Jackson, a disabled Army veteran, was shot about 24 hours after a 17-year-old boy was robbed and shot in the abdomen a block and a half away -- a crime for which another defendant is scheduled to go on trial.
Manning has been charged with attempted first- and second-degree murder, first- and second-degree assault and carrying a weapon with intent to injure. He could face a life sentence if convicted of attempted murder.
The prosecution called several witnesses to the stand, including Jackson, who now lives in North Carolina with his girlfriend and works for a temporary employment agency. Jackson testified that he had tried to buy cocaine from Manning the day of the shooting, but that the deal never took place.
Jackson later asked another acquaintance, Nathan Hicks, to "front" him some drugs. When Hicks said no, Jackson testified he offered to lend him his girlfriend's car, a Suzuki Esteem, in exchange for two $20 "rocks" of cocaine.
When Hicks hadn't returned the car by midnight, the specified time, Jackson went looking for him, he said. As he approached two people sitting on a bench behind the Fall River Terrace apartment complex in the 5500 block of Harpers Farm Road to ask if they had seen Hicks, Jackson said, someone shot him from behind a nearby Dumpster.

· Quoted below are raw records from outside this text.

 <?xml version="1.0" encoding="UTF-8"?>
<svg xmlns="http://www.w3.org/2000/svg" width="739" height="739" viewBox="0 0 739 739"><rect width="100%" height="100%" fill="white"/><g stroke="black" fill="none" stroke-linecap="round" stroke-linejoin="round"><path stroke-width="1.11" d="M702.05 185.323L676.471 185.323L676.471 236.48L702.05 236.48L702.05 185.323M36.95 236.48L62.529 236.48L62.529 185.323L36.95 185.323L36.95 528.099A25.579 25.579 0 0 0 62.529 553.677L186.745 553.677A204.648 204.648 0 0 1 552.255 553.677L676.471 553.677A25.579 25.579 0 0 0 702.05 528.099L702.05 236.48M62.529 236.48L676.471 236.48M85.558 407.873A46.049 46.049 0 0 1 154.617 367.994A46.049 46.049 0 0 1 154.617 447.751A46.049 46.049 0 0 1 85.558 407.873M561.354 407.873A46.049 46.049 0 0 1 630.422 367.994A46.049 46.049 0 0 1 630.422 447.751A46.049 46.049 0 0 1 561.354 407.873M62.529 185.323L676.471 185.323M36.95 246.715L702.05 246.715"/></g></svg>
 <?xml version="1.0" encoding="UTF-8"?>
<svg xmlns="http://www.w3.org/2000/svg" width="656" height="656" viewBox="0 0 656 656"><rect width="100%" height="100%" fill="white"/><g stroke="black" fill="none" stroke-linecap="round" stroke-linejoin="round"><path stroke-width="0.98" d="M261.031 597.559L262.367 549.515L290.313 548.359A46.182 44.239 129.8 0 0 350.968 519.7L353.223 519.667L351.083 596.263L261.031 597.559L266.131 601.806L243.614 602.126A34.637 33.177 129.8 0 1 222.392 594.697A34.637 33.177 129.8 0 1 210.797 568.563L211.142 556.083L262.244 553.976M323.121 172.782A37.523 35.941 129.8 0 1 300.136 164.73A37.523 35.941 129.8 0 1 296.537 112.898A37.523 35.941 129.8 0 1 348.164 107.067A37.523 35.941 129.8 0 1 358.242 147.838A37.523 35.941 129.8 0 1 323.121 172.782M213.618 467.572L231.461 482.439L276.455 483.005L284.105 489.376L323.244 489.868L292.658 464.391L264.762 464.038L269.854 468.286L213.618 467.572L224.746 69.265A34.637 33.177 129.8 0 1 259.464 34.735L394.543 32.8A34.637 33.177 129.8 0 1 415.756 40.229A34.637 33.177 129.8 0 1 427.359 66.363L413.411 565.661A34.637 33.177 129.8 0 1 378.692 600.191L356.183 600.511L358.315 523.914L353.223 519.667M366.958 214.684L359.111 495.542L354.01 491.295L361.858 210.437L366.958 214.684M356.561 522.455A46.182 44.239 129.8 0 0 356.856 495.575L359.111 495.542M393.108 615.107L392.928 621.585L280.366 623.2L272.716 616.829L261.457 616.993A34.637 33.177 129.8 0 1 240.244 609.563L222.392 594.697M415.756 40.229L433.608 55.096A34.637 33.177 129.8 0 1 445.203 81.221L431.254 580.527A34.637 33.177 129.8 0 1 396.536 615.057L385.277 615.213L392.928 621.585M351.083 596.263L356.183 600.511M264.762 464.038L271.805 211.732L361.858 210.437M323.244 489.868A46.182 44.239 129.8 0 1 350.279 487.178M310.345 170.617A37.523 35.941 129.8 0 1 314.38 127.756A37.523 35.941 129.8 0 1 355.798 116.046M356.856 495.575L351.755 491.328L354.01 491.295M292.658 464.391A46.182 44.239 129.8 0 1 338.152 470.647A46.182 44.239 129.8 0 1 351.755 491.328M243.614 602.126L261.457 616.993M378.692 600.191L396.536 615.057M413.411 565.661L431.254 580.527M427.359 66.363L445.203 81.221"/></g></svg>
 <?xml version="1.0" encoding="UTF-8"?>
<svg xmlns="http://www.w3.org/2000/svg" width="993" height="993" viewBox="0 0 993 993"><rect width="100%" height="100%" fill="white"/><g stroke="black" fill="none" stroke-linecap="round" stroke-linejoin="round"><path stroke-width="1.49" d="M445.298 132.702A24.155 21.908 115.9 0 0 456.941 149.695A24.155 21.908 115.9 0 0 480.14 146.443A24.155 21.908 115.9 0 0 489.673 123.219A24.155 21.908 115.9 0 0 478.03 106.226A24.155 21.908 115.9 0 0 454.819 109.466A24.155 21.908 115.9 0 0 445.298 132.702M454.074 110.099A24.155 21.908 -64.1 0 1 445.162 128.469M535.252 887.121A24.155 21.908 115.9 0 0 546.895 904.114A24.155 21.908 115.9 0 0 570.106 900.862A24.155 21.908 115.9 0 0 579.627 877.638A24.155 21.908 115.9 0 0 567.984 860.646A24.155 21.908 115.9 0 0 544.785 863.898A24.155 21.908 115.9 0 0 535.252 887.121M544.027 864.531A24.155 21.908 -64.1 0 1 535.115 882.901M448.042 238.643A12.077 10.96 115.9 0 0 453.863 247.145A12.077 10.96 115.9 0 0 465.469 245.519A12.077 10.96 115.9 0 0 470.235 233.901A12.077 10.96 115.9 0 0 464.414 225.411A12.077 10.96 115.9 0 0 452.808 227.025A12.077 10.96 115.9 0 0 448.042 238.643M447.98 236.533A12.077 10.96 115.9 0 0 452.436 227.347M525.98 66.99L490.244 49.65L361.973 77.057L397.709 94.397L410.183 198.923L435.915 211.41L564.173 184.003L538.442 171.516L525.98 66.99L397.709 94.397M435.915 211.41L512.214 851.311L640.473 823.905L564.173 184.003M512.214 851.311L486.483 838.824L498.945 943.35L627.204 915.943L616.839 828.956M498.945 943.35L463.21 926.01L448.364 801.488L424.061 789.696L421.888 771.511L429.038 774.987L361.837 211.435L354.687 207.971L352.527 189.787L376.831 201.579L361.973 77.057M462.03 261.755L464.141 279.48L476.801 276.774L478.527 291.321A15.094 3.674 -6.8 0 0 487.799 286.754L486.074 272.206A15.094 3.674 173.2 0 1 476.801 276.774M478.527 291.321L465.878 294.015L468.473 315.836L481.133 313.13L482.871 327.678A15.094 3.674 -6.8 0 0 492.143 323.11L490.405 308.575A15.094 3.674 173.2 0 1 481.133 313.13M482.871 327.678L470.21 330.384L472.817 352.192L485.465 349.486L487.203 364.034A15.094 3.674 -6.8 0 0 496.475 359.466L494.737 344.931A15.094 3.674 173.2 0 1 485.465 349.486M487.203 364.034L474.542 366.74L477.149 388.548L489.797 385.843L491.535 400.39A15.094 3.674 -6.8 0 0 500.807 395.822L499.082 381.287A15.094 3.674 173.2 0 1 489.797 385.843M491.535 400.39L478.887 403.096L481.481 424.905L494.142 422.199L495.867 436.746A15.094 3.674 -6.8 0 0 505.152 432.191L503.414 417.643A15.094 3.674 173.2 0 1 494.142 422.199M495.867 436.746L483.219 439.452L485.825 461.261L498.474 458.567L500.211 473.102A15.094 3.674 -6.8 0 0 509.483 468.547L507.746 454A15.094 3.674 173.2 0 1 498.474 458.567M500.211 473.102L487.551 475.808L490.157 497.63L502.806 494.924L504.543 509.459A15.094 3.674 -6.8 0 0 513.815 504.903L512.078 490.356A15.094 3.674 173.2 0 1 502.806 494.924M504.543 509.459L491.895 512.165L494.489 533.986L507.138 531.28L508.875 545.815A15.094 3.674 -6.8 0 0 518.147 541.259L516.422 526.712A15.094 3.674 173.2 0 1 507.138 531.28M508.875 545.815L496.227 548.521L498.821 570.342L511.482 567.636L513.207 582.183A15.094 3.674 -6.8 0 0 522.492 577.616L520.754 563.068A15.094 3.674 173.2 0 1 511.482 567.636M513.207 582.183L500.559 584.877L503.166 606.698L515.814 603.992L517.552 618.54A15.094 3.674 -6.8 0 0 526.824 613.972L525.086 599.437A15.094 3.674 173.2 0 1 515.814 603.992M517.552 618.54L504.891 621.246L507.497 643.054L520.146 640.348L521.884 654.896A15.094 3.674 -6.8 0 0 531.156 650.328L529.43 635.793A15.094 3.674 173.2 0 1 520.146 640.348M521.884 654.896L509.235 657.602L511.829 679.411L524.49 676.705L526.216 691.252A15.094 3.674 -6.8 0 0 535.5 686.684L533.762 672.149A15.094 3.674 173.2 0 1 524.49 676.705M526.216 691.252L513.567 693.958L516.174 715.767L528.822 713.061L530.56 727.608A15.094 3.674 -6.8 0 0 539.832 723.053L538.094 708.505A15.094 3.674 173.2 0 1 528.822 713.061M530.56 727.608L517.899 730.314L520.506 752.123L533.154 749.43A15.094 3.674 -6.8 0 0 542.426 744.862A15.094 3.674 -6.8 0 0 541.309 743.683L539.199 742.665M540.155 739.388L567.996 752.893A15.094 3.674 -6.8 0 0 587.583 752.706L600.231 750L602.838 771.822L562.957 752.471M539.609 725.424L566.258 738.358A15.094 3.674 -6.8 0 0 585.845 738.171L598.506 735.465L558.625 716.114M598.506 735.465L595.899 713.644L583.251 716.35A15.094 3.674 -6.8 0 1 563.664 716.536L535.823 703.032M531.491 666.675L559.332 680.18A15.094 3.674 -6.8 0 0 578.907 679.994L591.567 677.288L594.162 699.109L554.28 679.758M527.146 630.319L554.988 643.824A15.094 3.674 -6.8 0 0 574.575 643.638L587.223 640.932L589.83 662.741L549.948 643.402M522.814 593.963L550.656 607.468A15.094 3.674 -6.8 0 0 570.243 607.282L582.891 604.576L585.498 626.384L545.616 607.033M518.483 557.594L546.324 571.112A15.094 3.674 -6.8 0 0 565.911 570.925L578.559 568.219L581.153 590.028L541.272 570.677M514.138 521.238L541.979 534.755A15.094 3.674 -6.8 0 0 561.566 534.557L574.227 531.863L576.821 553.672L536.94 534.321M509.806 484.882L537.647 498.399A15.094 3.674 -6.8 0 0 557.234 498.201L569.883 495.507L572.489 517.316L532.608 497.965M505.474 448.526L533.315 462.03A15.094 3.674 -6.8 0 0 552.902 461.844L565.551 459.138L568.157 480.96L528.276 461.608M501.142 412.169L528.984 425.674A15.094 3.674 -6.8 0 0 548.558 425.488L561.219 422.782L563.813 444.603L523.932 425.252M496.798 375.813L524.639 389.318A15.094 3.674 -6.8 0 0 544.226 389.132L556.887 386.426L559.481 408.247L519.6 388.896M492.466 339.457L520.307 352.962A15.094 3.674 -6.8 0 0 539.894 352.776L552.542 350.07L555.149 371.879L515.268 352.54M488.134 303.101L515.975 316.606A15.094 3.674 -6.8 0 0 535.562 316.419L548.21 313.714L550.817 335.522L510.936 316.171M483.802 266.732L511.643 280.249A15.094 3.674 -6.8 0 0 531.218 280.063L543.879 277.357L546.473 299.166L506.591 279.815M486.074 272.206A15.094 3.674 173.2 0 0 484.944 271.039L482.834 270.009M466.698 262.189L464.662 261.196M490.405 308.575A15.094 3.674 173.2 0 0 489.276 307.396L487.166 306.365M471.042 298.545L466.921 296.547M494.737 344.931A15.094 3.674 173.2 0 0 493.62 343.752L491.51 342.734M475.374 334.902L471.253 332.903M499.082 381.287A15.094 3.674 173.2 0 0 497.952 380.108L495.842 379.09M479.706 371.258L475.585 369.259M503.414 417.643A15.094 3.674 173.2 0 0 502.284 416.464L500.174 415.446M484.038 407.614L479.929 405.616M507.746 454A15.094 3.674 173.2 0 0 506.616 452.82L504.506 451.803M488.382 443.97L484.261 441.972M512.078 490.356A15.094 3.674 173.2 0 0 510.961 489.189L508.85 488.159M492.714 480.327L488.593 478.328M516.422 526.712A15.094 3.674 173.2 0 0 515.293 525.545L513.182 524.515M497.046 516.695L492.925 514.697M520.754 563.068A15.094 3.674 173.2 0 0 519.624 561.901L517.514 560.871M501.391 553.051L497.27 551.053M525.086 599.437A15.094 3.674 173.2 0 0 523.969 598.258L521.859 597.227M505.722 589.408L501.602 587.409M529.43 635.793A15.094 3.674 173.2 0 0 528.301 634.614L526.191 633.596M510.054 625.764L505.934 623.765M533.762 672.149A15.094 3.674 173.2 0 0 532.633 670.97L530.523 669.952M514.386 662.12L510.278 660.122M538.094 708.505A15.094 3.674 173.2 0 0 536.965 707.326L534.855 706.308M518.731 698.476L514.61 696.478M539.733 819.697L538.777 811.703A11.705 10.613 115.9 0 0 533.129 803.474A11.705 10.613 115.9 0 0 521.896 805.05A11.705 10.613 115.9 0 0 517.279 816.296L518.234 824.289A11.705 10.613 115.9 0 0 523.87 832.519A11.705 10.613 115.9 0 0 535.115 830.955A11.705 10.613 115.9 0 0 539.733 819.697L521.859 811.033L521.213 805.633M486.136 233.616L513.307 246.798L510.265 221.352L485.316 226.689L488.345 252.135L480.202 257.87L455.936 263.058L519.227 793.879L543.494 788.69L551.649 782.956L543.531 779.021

Jackson said he turned around and saw Manning with a shotgun.
After Manning and the two others, one of whom Jackson identified as Tavon Donya Sands, left the scene, Jackson made his way back to his apartment. There, according to his testimony, he knocked on the window and told his girlfriend, "Call 911. I've been shot."
Jackson's girlfriend, Hythern Audrey Walker, testified earlier in the day that Jackson had bought cocaine from Manning on prior occasions. She said she once gave Manning one of her rings in exchange for drugs.
Officer Douglas Catherman, who responded to the scene first, testified that Jackson identified the shooter that night as "Black," a nickname used by Manning, after first saying he didn't know who had shot him.
Catherman said he thought Jackson was referring to Roberto Joseph Brathwaite, who also uses the street name "Black," and whose driver's license was found that morning in Jackson's girlfriend's car after Hicks returned it.
According to his testimony, Catherman asked Jackson before he was flown to Maryland Shock Trauma Center if he meant Brathwaite, and Jackson said yes. Jackson said that "Black" was wearing his hair in dreadlocks and that he stayed at the nearby Abbott House apartment complex at the corner of Harpers Farm Road and Cedar Lane.
Manning often visited that high-rise, where his teen-age girlfriend, Shanae Griffiths, and their 13-month-old daughter, Shaquelle, lived, Griffiths told The Sun last year. Abbott House management had banned him from the property for a number of alleged infractions, including destruction of property.
Police searched Griffiths' apartment for "Black" that night, but found no one. Manning was arrested the next day.
In his opening statement, Bernhardt connected Jackson's shooting to the shooting the night before of Raymond Lawson, a 17-year-old from Wilde Lake, in the 5400 block of Harpers Farm Road, a block and a half away.
He said that Manning was present at the time of the Jackson shooting but that Sands pulled the trigger. Sands, he said, thought Jackson had been involved in Lawson's shooting and wanted to get back at him.